Based on your username I am assuming you are not looking for a woman to wash and put away your clothes :grin2:


----------



## GettingIt_2

jdesey said:


> so let's get serious. Ok ladies what do you do to make your man happy?


I ask him how I can make him happy, listen carefully, and then do it.

He uses the same method for me. 

Works pretty well. I recommend it.


----------



## Vega

jdesey said:


> Again I am amazed after another day of replies. For gods sake. The original post wast meant to be in jest. *Half serious but not really*.
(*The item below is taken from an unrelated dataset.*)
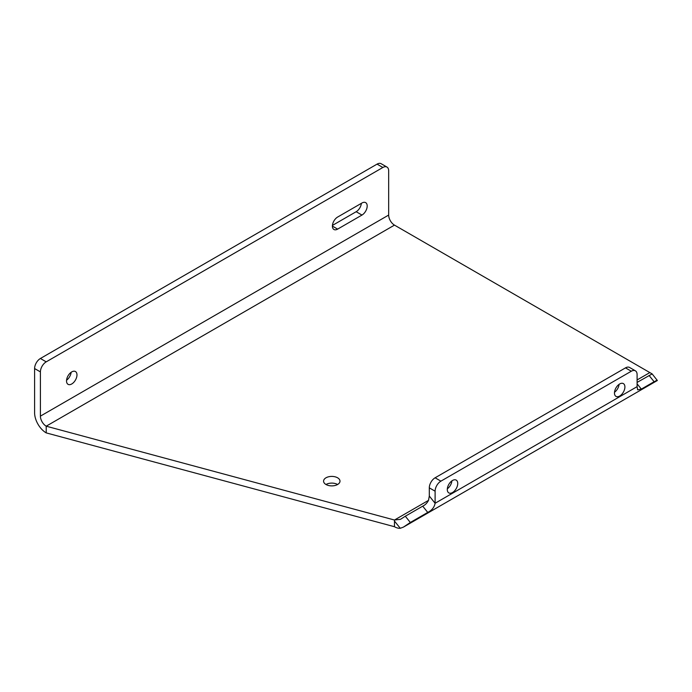 <?xml version="1.0" encoding="UTF-8"?>
<svg xmlns="http://www.w3.org/2000/svg" width="692" height="692" viewBox="0 0 692 692"><rect width="100%" height="100%" fill="white"/><g stroke="black" fill="none" stroke-linecap="round" stroke-linejoin="round"><path stroke-width="1.04" d="M71.752 383.965A7.387 4.264 120 0 0 76.578 377.451A7.387 4.264 120 0 0 75.445 371.535A7.387 4.264 120 0 0 71.752 371.898A7.387 4.264 120 0 0 66.925 378.412A7.387 4.264 120 0 0 68.058 384.328A7.387 4.264 120 0 0 71.752 383.965M66.562 380.211A7.387 4.264 120 0 0 71.129 372.296M452.516 492.54A7.387 4.264 120 0 0 457.343 486.035A7.387 4.264 120 0 0 456.21 480.11A7.387 4.264 120 0 0 452.516 480.473A7.387 4.264 120 0 0 447.689 486.986A7.387 4.264 120 0 0 448.823 492.903A7.387 4.264 120 0 0 452.516 492.54M447.335 488.794A7.387 4.264 120 0 0 451.902 480.879M619.686 396.032A7.387 4.264 120 0 0 624.513 389.518A7.387 4.264 120 0 0 623.38 383.602A7.387 4.264 120 0 0 619.686 383.965A7.387 4.264 120 0 0 614.859 390.478A7.387 4.264 120 0 0 615.992 396.395A7.387 4.264 120 0 0 619.686 396.032M614.496 392.277A7.387 4.264 120 0 0 619.072 384.363M337.592 477.8A8.209 4.74 0 0 0 328.648 476.771A8.209 4.74 0 0 0 323.579 481.148A8.209 4.74 0 0 0 325.984 484.495A8.209 4.74 0 0 0 334.928 485.524A8.209 4.74 0 0 0 339.997 481.148A8.209 4.74 0 0 0 337.592 477.8M337.592 484.495A8.209 4.74 0 0 0 325.984 484.495M637.098 382.399L652.149 373.914L394.475 225.116A8.209 4.74 60 0 1 388.67 215.065L40.404 416.134L40.404 371.898L34.6 368.551L34.6 412.787A16.418 9.48 -120 0 0 46.208 432.889L394.475 526.724A16.418 9.48 -120 0 0 400.279 528.281L394.475 521.059L394.526 519.995L400.486 519.329L405.304 516.223L410.33 522.477L403.401 527.122L400.279 528.281M394.475 526.724L394.475 521.059M403.401 527.122L657.357 380.505L652.149 373.914M655.67 380.825C658.308 380.012 657.789 380.315 654.113 381.724L649.087 375.471M637.098 383.809L641.346 389.094L654.113 381.724M641.346 389.094L637.635 389.847L637.098 386.646L435.104 503.266C434.351 507.279 431.894 510.333 427.743 512.417L410.33 522.477M427.743 512.417L422.717 506.163C425.191 504.987 427.12 503.058 428.521 500.359L429.3 496.043L429.3 487.851A8.209 4.74 -60 0 1 435.104 477.8L440.908 481.148A8.209 4.74 120 0 0 435.104 491.199L429.3 487.851M422.717 506.163L405.304 516.223M637.098 386.646L637.098 374.58A8.209 4.74 120 0 0 635.394 370.825A8.209 4.74 120 0 0 631.294 371.232L440.908 481.148M429.3 496.043L435.104 503.266L435.104 491.199M631.294 371.232L625.49 367.876L435.104 477.8M625.49 367.876A8.209 4.74 -60 0 1 629.59 367.469L635.394 370.825M46.208 432.889L46.208 426.185L394.717 520.09M40.404 416.134A8.209 4.74 -120 0 0 46.208 426.185L394.475 225.116M34.6 368.551A8.209 4.74 -60 0 1 40.404 358.491L377.062 164.125A8.209 4.74 -60 0 1 381.162 163.719L386.966 167.075A8.209 4.74 120 0 1 388.67 170.829L388.67 215.065M332.437 225.419L356.164 211.717A7.387 4.264 120 0 0 361.354 203.353M361.968 215.065A7.387 4.264 120 0 0 366.795 208.552A7.387 4.264 120 0 0 365.661 202.635A7.387 4.264 120 0 0 361.968 202.998L337.627 217.054A7.387 4.264 120 0 0 332.8 223.568A7.387 4.264 120 0 0 333.933 229.484A7.387 4.264 120 0 0 337.627 229.121L361.968 215.065L356.164 211.717M40.404 358.491L46.208 361.847L382.866 167.481L377.062 164.125M46.208 361.847A8.209 4.74 120 0 0 40.404 371.898M386.966 167.075A8.209 4.74 120 0 0 382.866 167.481M394.526 519.995L428.521 500.359M637.098 379.943L649.814 372.599M332.402 226.102L337.627 229.121"/></g></svg>

Maybe the responses you're getting are from the "half serious but not really" crowd...


----------



## nirvana

jdesey said:


> I keep giving out the same advice to all you women. Feed him food, wash and put away his clothes, tell him he's the best, screw his brains out where you initiate sex, sex text him,,,, do all these things often. Happy guy for life.
> 
> It's really that simple.


Exactly.
And women don't even need to do all of the above.
Just screwing our brains out will achieve 60% of your goal. Feeding us is next, and tell us we are awesome. You are already at 99%.

I don't mind wearing my dirty clothes.


----------



## nirvana

katiecrna said:


> If you want to be treated like a king, then treat me like a queen.
> 
> If you want me to take care of you like your mother does, I will nag you and treat you like a child.
> 
> If you want me to sexually fulfill you, then you have to romantically fulfill me.
> 
> Appreciate me, and I'll appreciate you.
> 
> Support me, and I'll support you.


I agree in general, but I don't want my wife to treat me like my mother does. But she sTILL nags the hell out of me.


----------



## Steve1000

katiecrna said:


> If you want me to sexually fulfill you, then you have to romantically fulfill me.


Quite a few men are actually more romantic than women.


----------



## Steve1000

I would say that because everyone is different, it is important for all of us to learn and pay attention to the specific needs that your specific spouse has if you want them to be happy.


----------



## NobodySpecial

Steve1000 said:


> Quite a few men are actually more romantic than women.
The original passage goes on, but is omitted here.